What a perfect description of the people who think they can simply theorize better ways without practical experience.  Also a great description of the way they think of those who are skeptical.  Gulliver then travels to the academy where he finds out all of the wonderful research that is going.  I highly recommend this section (book three, chapters five and six) as it is simply hilarious. 
After some time, Gulliver goes to another island, Luggnagg.  The interesting thing there is the occasional birth of an immortal, named a Struldbrug.  Gulliver thinks this would be a wonder, but instead it's a curse.  The Stuldbrugs grow old and senile and frankly the whole deal sounds awful.
Eventually Gulliver gets to Japan where he can catch passage on a Dutch ship.  He has to do some fancy footwork to avoid 'stamping on a cross', a custom the Japanese have enforced on the Dutch to try and keep Christians out.  He succeeds and finally gets back home.

Sunday, October 27, 2013

Browning - Poetry

The next poem in the book (the booking being 'The 100 Best Poems of All Time', edited by Leslie Pockell) is Robert Browning's 'Memorabilia'.  The little blurb before the poem says that it is in the form of 'ironic dramatic monologue'.  Here it is:

Ah, did you once see Shelley plain,
And did he stop and speak to you
And did you speak to him again?
How strange it seems and new!

But you were living before that,
And also you are living after;
And the memory I started at-
My starting moves your laughter.

I crossed a moor; with a name of its own
And a certain use in the world no doubt,
Yet a hand's-breadth of it shines alone
'Mid the blank miles round about:

For there I picked up on the heather
And there I put inside m;y breast
A molted feather, an eagle feather!
Well, I forget the rest.

Irony is a tough medium, especially in print.  If I'd read this cold, I would have baffled that anyone had remembered it.  But . . . if you put it in the mouth of some loud mouth, I can see it.  The strange, circular thoughts and the forgotten event at the end work well there.  In fact, I can see memorizing this, so that you can return fire when cornered by a boring relative at Thanksgiving.
Not my favorite, but good for what it does.

Wednesday, October 23, 2013

Gulliver in Brobdingnag

After having been home for a few months, our narrator Gulliver goes to sea again.  This time he washes up in a land of giants, the land of Brobdingnag.  The contrast from Lilliput is clear and we get to experience both sides of the giant situation.  Swift is terribly clever here as he thinks through what it must be like to actually live with creatures that are so much bigger than yourself.  For instance, he finds all of them ugly because he can see every skin blemish clearly. 
Gulliver becomes something of a sideshow exhibit.  He is taken around to all the other towns even though he finds the travel exhausting.  His fortune changes when he is sold to the king and queen.  They keep him in one spot and try to learn what he is.  At first the kings advisers doubt that he is sentient but he finally convinces them that he can think and act with will and judgment.
Not that opinions of him are all that positive.  After explaining the various political parties of England to him, the Prince says:
"how contemptible a thing was human grandeur, which could mimicked by such diminutive insects as I: and yet," says he, "I dare engage these creatures have their titles and distinctions of honor; they contrive little nests and burrows, that they call houses and cities; they make a figure in dress and equipage; they live, they fight, the dispute, they cheat, they betray!"
The idea of an elected parliament also gets questioned:
He laughed at my "odd kind of arithmetic," as he was pleased to call it, "in reckoning the numbers of our people, by a computation drawn from several sects among us, in religion and politics." He said, "he knew no reason why those, who entertain opinions prejudicial to the public, should be obliged to change or should not be obliged to conceal them.
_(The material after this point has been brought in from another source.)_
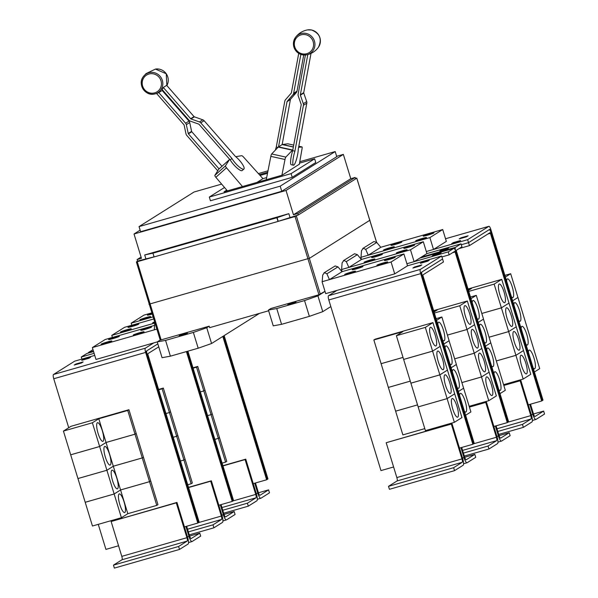 <?xml version="1.0" encoding="UTF-8"?>
<svg xmlns="http://www.w3.org/2000/svg" width="598" height="598" viewBox="0 0 598 598"><rect width="100%" height="100%" fill="white"/><g stroke="black" fill="none" stroke-linecap="round" stroke-linejoin="round"><path stroke-width="0.9" d="M307.813 54.568L300.346 94.761A0.777 0.748 -122.2 0 0 300.375 95.157L303.313 103.708A3.11 3.005 57.8 0 1 303.433 105.3L294.911 151.159A9.71 1.801 -77.5 0 0 293.439 157.065A9.71 1.801 -77.5 0 0 293.454 165.22A9.71 1.801 -77.5 0 0 297.662 154.411A9.71 1.801 -77.5 0 0 298.282 149.037L306.804 103.177A3.11 3.005 -122.2 0 0 306.684 101.585L303.754 93.034A0.777 0.748 57.8 0 1 303.724 92.638L311.012 53.416M293.454 165.22L291.219 164.727A9.71 1.801 -77.5 0 1 291.204 156.564A9.71 1.801 -77.5 0 1 292.676 150.666L301.198 104.807A0.777 0.748 -122.2 0 0 301.168 104.411L298.23 95.859A3.11 3.005 57.8 0 1 298.11 94.267L305.406 55.009M275.431 150.031A9.71 1.801 102.5 0 1 276.276 147.033L284.798 101.182A3.11 3.005 57.8 0 1 285.47 99.761L291.233 93.131A0.777 0.748 -122.2 0 0 291.398 92.78L298.723 53.372M300.861 54.403L293.64 93.273A3.11 3.005 57.8 0 1 292.96 94.693L287.204 101.324A0.777 0.748 -122.2 0 0 287.033 101.675L278.511 146.861A9.867 1.831 102.5 0 0 278.257 147.086L271.671 153.963A2.332 0.434 102.5 0 0 270.834 156.362L266.245 179.744M287.825 143.804L293.708 145.105L287.855 143.804A2.332 0.434 102.5 0 0 287.855 143.804A2.332 0.434 102.5 0 0 287.825 143.804L282.398 144.477A9.867 1.831 102.5 0 0 282.159 144.567L290.404 99.552A0.777 0.748 57.8 0 1 290.576 99.201L296.331 92.57A3.11 3.005 -122.2 0 0 297.012 91.15L303.724 55.016M282.024 144.656L278.653 146.779M217.739 170.789L186.733 135.357A3.11 3.005 57.8 0 1 186.008 133.922L184.117 125.102A0.777 0.748 -122.2 0 0 183.937 124.743L156.579 93.49A11.414 11.033 -122.2 0 0 156.833 93.408A11.414 11.033 -122.2 0 0 158.754 92.548L162.708 90.216M158.754 92.548L185.612 123.24A3.11 3.005 57.8 0 1 186.337 124.676L188.235 133.496A0.777 0.748 -122.2 0 0 188.415 133.855L219.062 168.875M221.993 166.244L191.786 131.732A0.777 0.748 57.8 0 1 191.607 131.373L189.708 122.553A3.11 3.005 -122.2 0 0 188.99 121.117L162.252 90.567M243.917 169.017A9.71 2.459 -131.8 0 0 239.551 160.451A9.71 2.459 -131.8 0 0 235.298 156.332L204.112 120.706A3.11 3.005 -122.2 0 0 202.789 119.809L194.365 116.827A0.777 0.748 57.8 0 1 194.029 116.603L166.678 85.35L163.299 87.472L190.657 118.725A0.777 0.748 -122.2 0 0 190.986 118.95L199.418 121.932A3.11 3.005 57.8 0 1 200.741 122.829L231.919 158.455A9.71 2.459 -131.8 0 0 235.335 163.105A9.71 2.459 -131.8 0 0 243.917 169.017L242.242 170.52A9.71 2.459 -131.8 0 1 233.654 164.607A9.71 2.459 -131.8 0 1 230.245 159.958L231.919 158.455M230.245 159.958L199.059 124.332A0.777 0.748 -122.2 0 0 198.73 124.107L190.299 121.132A3.11 3.005 57.8 0 1 188.975 120.228L162.118 89.543A11.414 11.033 -122.2 0 0 163.299 87.472M292.676 150.666L294.911 151.159M298.596 147.355L301.99 146.936A2.332 0.434 -77.5 0 1 302.02 146.936A2.332 0.434 -77.5 0 1 302.042 148.775L299.299 164.413M276.276 147.033L277.943 147.407M281.905 175.251L284.999 159.494A2.332 0.434 -77.5 0 1 285.837 157.095L292.415 150.218A9.867 1.831 -77.5 0 1 292.676 150.001L292.818 149.911M242.482 186.546L226.493 167.784A2.332 0.591 -131.8 0 1 225.491 165.855L229.385 159.666A9.867 2.497 -131.8 0 1 229.505 159.531A9.867 2.497 -131.8 0 1 229.595 159.464L229.729 159.374M218.95 168.987A9.867 2.497 48.2 0 0 218.861 169.047A9.867 2.497 48.2 0 0 218.741 169.189L214.846 175.378A2.332 0.591 48.2 0 0 215.848 177.307L227.404 190.867M235.732 156.691L241.644 155.697A2.332 0.591 -131.8 0 1 243.536 157.065L262.941 178.653L256.998 182.39M266.671 177.584L262.941 178.653M299.336 164.196L282.181 175.177L224.048 191.831L226.762 190.119M260.063 175.446L267.508 173.308M224.519 187.48L209.3 197.056L291.091 173.622L314.645 158.806L299.523 163.142M267.717 172.254L259.345 174.653M248.312 506.162L247.408 503.195L255.974 497.813A3.11 0.77 74 0 0 255.742 494.419L245.09 459.578L245.763 459.159L256.415 493.993A6.219 1.532 -106 0 1 256.878 500.773L248.312 506.162L223.689 513.219M222.777 510.251L247.408 503.195M222.964 465.917L245.09 459.578M193.079 368.174L196.555 367.179L203.806 390.898L200.33 391.892M200.337 391.914L203.813 390.92L211.064 414.638L207.588 415.632L211.072 414.661L218.322 438.379L214.846 439.373M214.854 439.395L218.33 438.394L225.581 462.119L222.105 463.114M185.918 526.472L188.961 536.421A6.219 1.532 74 0 0 192.018 541.549A6.219 1.532 74 0 0 192.122 541.504L200.681 536.122L199.777 533.154L189.648 536.055M199.777 533.154L191.211 538.544A3.11 0.77 -106 0 1 191.166 538.566A3.11 0.77 -106 0 1 189.633 536.002L186.658 526.262M314.645 158.806L315.781 162.514L292.228 177.329L210.436 200.756L209.3 197.056M291.091 173.622L292.228 177.329M254.718 483.191L257.768 493.148A6.219 1.532 74 0 0 260.825 498.276A6.219 1.532 74 0 0 260.93 498.231L269.489 492.842L268.584 489.874L258.456 492.774M268.584 489.874L260.018 495.264A3.11 0.77 -106 0 1 259.973 495.286A3.11 0.77 -106 0 1 258.441 492.722L255.458 482.982M222.897 465.707L245.763 459.159M196.555 367.179L197.736 366.439L204.987 390.158L203.806 390.898L204.994 390.173L212.245 413.898L211.064 414.638M192.967 367.8L197.736 366.439M211.072 414.661L212.253 413.913L219.503 437.639L218.322 438.379M218.33 438.394L219.511 437.654L226.762 461.372L225.581 462.119M213.912 527.802L213.008 524.835L221.566 519.445A3.11 0.77 74 0 0 221.335 516.059L210.683 481.218L211.363 480.792L222.008 515.633A6.219 1.532 -106 0 1 222.471 522.413L213.912 527.802L189.282 534.851M188.377 531.891L213.008 524.835M188.579 487.549L210.683 481.218M158.694 389.806L162.148 388.82L169.406 412.538L165.945 413.524M165.952 413.547L169.406 412.56L176.664 436.278L173.203 437.265M173.211 437.288L176.664 436.293L183.922 460.019L180.461 461.006M180.469 461.028L183.922 460.034L191.173 483.76L187.72 484.746M220.318 504.832L223.36 514.788A6.219 1.532 74 0 0 226.425 519.909A6.219 1.532 74 0 0 226.522 519.864L235.089 514.482L234.177 511.514L224.056 514.415M234.177 511.514L225.618 516.904A3.11 0.77 -106 0 1 225.566 516.926A3.11 0.77 -106 0 1 224.033 514.362L221.058 504.622M179.505 549.435L178.6 546.475L187.167 541.085A3.11 0.77 74 0 0 186.935 537.699L176.283 502.858L176.956 502.432L187.608 537.273A6.219 1.532 -106 0 1 188.071 544.053L179.505 549.435L114.368 568.1L113.456 565.132L178.6 546.475M113.456 565.132L122.022 559.75A3.11 0.77 74 0 0 121.79 556.357L111.138 521.523L176.283 502.858M102.295 430.687A9.71 2.399 -106 0 1 102.863 441.354A9.71 2.399 -106 0 1 98.079 433.341A9.71 2.399 -106 0 1 97.511 422.681A9.71 2.399 -106 0 1 102.295 430.687M120.564 489.949L114.151 493.985L106.9 470.26L113.314 466.231L142.264 457.933L149.515 481.659L120.564 489.949L106.055 442.49L135.006 434.193L142.257 457.919L113.306 466.208L106.893 470.245L92.384 422.786L98.797 418.75L127.748 410.46L134.999 434.178L106.048 442.468L99.634 446.504L70.684 454.801L63.433 431.076L92.384 422.786M106.048 442.468L98.797 418.75M109.554 454.428A9.71 2.399 -106 0 1 110.122 465.095A9.71 2.399 -106 0 1 105.338 457.081A9.71 2.399 -106 0 1 104.77 446.422A9.71 2.399 -106 0 1 109.554 454.428M127.823 513.689L120.572 489.971L149.522 481.674L156.773 505.392L127.823 513.689L121.409 517.719L114.158 494L85.2 502.275L77.949 478.557L106.9 470.26L77.942 478.535L70.691 454.816L99.642 446.519L106.055 442.49M116.812 478.168A9.71 2.399 -106 0 1 117.372 488.835A9.71 2.399 -106 0 1 112.588 480.822A9.71 2.399 -106 0 1 112.028 470.155A9.71 2.399 -106 0 1 116.812 478.168M124.07 501.909A9.71 2.399 -106 0 1 124.631 512.576A9.71 2.399 -106 0 1 119.847 504.563A9.71 2.399 -106 0 1 119.286 493.896A9.71 2.399 -106 0 1 124.07 501.909M121.409 517.719L92.458 526.016L85.208 502.298L114.158 494L120.572 489.971M158.747 346.84L147.856 353.687L147.915 354.532L199.179 522.211L198.499 522.637L147.235 354.958A3.887 0.957 -106 0 1 146.951 350.72L157.842 343.872M221.634 184.102L194.051 192.003L139.05 226.597L280.193 186.165L335.201 151.563L299.77 161.714M268.001 170.819L258.373 173.57M222.807 336.442L266.633 479.783L253.238 483.618M266.633 479.783L267.306 479.357L223.488 336.024M188.512 487.34L211.363 480.792M162.148 388.82L163.329 388.072L170.587 411.798L169.406 412.538L170.587 411.813L177.845 435.531L176.664 436.278L177.845 435.553L185.103 459.271L183.922 460.019M158.582 389.433L163.329 388.072M183.922 460.034L185.103 459.294L192.354 483.012L191.173 483.76M111.138 521.523L176.956 502.432M127.748 410.46L128.929 409.712L71.02 426.299L63.433 431.076M128.929 409.712L136.18 433.43L134.999 434.178L136.187 433.453L143.438 457.171L142.257 457.919L143.445 457.193L150.696 480.912L149.515 481.659M149.522 481.674L150.703 480.934L157.954 504.652L156.773 505.392M335.201 151.563L336.764 156.683L281.755 191.278L140.612 231.71L139.05 226.597M280.193 186.165L281.755 191.278M156.751 329.094L154.269 329.804L154.807 322.935M267.306 479.349L267.964 478.938L224.145 335.605M186.419 351.587L232.226 501.423L218.838 505.258M86.964 353.478A3.887 0.957 74 0 0 86.897 353.485A3.887 0.957 74 0 0 86.83 353.515L81.268 357.013L81.904 359.092M187.884 351.168L233.564 500.578L232.899 500.989M232.226 501.423L232.906 500.997L187.159 351.37M88.28 353.089A3.887 0.957 -106 0 1 88.541 352.446L92.996 349.643M94.118 353.328L81.268 357.013M157.835 343.865L146.256 351.153L146.316 351.998L198.499 522.637L197.811 523.063L145.635 352.424A3.887 0.957 -106 0 1 145.351 348.186L153.768 342.893L95.986 359.443L92.361 347.58L156.758 329.132M184.438 526.898L197.811 523.063M98.266 524.349L105.921 549.39L118.553 545.772M68.733 427.742L53.753 378.751A3.887 0.957 -106 0 1 53.461 374.512L74.698 361.155L94.753 355.406M88.953 358.269L81.717 360.34L83.399 359.278L90.642 357.208L88.953 358.269M83.563 359.809L83.399 359.278M81.448 362.986L74.204 365.064L75.894 364.003L83.129 361.925L81.448 362.986M76.058 364.533L75.894 364.003M112.394 337.444L111.766 335.381L154.792 323.055M523.362 427.368L522.458 424.401L531.024 419.011A3.11 0.77 74 0 0 530.792 415.625L520.14 380.784L520.813 380.358L531.465 415.199A6.219 1.532 -106 0 1 531.928 421.979L523.362 427.368L498.739 434.425M497.828 431.457L522.458 424.401M503.822 385.456L520.14 380.784M499.838 294.679A9.71 2.399 -106 0 1 499.27 284.02A9.71 2.399 -106 0 1 504.054 292.026A9.71 2.399 -106 0 1 504.622 302.693A9.71 2.399 -106 0 1 499.838 294.679M468.129 289.38L471.605 288.386L468.436 290.374M468.75 291.398L494.142 284.125L501.401 307.843L481.809 313.457L501.401 307.865L508.659 331.584L489.067 337.197M507.097 318.42A9.71 2.399 -106 0 1 506.528 307.761A9.71 2.399 -106 0 1 511.312 315.766A9.71 2.399 -106 0 1 511.881 326.433A9.71 2.399 -106 0 1 507.097 318.42M514.355 342.161A9.71 2.399 -106 0 1 513.787 331.501A9.71 2.399 -106 0 1 518.571 339.507A9.71 2.399 -106 0 1 519.139 350.174A9.71 2.399 -106 0 1 514.355 342.161M489.074 337.212L508.659 331.598L515.91 355.324L496.325 360.93M521.613 365.901A9.71 2.399 -106 0 1 521.045 355.234A9.71 2.399 -106 0 1 525.829 363.248A9.71 2.399 -106 0 1 526.397 373.914A9.71 2.399 -106 0 1 521.613 365.901M496.333 360.953L515.917 355.339L523.168 379.065L503.583 384.671M460.968 447.678L464.011 457.627A6.219 1.532 74 0 0 467.068 462.755A6.219 1.532 74 0 0 467.173 462.71L475.731 457.328L474.827 454.36L464.698 457.261M474.827 454.36L466.261 459.742A3.11 0.77 -106 0 1 466.216 459.765A3.11 0.77 -106 0 1 464.683 457.208L461.701 447.461M437.803 324.295A9.71 2.399 -106 0 1 438.648 322.15A9.71 2.399 -106 0 1 443.432 330.163A9.71 2.399 -106 0 1 444 340.823A9.71 2.399 -106 0 1 442.632 340.075M443.843 344.044L449.128 340.718L441.877 317L436.084 318.659M445.062 348.029A9.71 2.399 -106 0 1 445.906 345.891A9.71 2.399 -106 0 1 450.69 353.896A9.71 2.399 -106 0 1 451.258 364.563A9.71 2.399 -106 0 1 449.89 363.808M451.101 367.785L456.386 364.459L449.068 340.755M452.32 371.769A9.71 2.399 -106 0 1 453.164 369.631A9.71 2.399 -106 0 1 457.948 377.637A9.71 2.399 -106 0 1 458.517 388.304A9.71 2.399 -106 0 1 457.149 387.549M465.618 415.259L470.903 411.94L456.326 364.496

And as it was tyranny in any government to require the first, so it was weakness not to enforce the second: for a man may be allowed to keep poisons in his closet, but not to vend them about for cordials."  
I wonder how sympathetic Swift was to these views?  As Milton pointed out, there is a huge difference between speech and poison.  Swift himself dealt with tyranny and censorship so it's hard for me to think that these thoughts represented his own.
Eventually Gulliver is picked up by an eagle and carried out to sea.  There he is rescued by a ship and eventually returns home to England.  This won't be his last voyage!

Tuesday, October 22, 2013

Modern 'Poetry'

Interesting article here.  The idea is that modern memes are taking the place of poetry.  What kind of things?
Younger poets are find it stimulating: they are reclaiming this “found” poetry and uploading it to the self-publishing platform Lulu. They create print-on-demand books that, most likely, will never be printed, but will live as PDFs on Lulu—their de-facto publisher and distributor. These are big, ridiculous books, like Chris Alexander’s five-hundred-and-twenty-eight-page “McNugget,” which reprints every tweet ever posted that contains the word “McNugget”; Andy Sterling’s “Supergroup,” which appropriates over four hundred pages’ worth of Discogs listings of small-bit session players from long-forgotten nineteen-seventies LPs; and Angela Genusa’s “Tender Buttons,” which converts Gertrude Stein’s difficult modernist text of the same name into illegible computer code.
Doesn't that inspire you?
Quality is beside the point—this type of content is about vast quantity of language that surrounds us, and how difficult it is to render meaning from such excesses. In the past decade, writers have been culling the Internet for material, making books that are more focussed on collecting than on reading. These ways of writing—word processing, databasing, recycling, appropriating, intentionally plagiarizing, identity ciphering, and intensive programming, to name just a few—have traditionally been considered outside the scope of literary practice.
Seriously, this is some kind of combination of put on and public masturbation.  No wonder it's so easy to throw your hands in the air and dismiss art as unimportant.  

Monday, October 21, 2013

Readings for November

Two things for November:

Rousseau: A Discourse on the Origin of Inequality link
Kant: Fundamental Principles of the Metaphysic of Morals link

Sunday, October 20, 2013

Edward Lear - Poetry

Next up on the list is 'The Owl and the Pussycat' by Edward Lear.  I've seen pictures depicting the owl and pussycat but I don't know that I've ever heard the poem. 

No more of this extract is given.